### Problem statement
Below are the records; locate each line with the word "tscn" and copy it.

### Material supplied
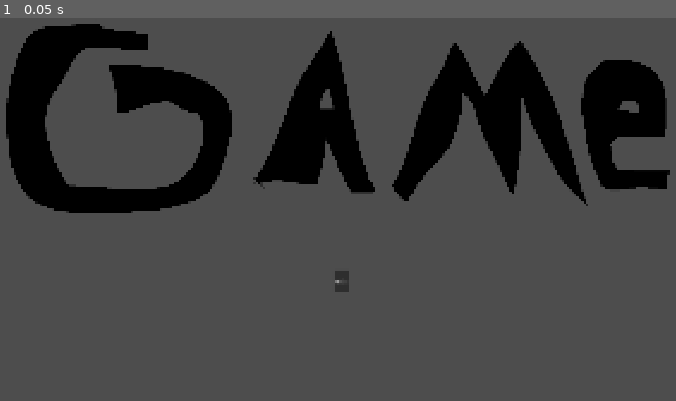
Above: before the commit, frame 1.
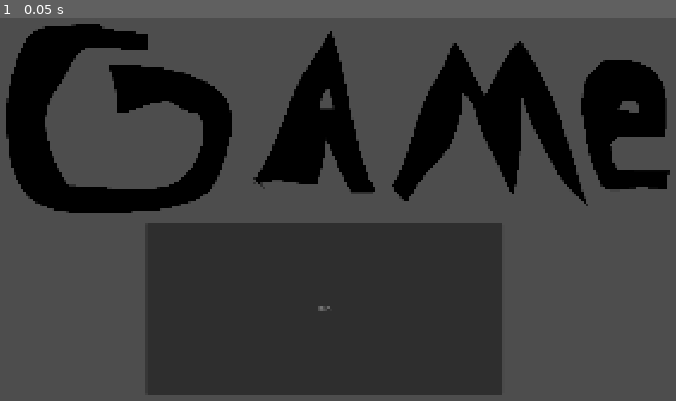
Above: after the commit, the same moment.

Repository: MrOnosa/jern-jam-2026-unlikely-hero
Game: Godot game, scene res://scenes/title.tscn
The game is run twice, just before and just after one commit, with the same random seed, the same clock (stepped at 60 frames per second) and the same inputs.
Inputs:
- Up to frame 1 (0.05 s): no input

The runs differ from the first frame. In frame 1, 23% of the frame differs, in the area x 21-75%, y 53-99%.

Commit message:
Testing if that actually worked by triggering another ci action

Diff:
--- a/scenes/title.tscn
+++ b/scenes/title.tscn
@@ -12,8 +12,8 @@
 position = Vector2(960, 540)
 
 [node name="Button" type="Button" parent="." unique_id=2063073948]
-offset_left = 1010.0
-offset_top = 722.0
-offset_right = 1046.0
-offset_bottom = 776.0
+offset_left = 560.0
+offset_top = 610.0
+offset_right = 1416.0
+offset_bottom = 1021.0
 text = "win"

### The answer
Game: Godot game, scene res://scenes/title.tscn
--- a/scenes/title.tscn
+++ b/scenes/title.tscn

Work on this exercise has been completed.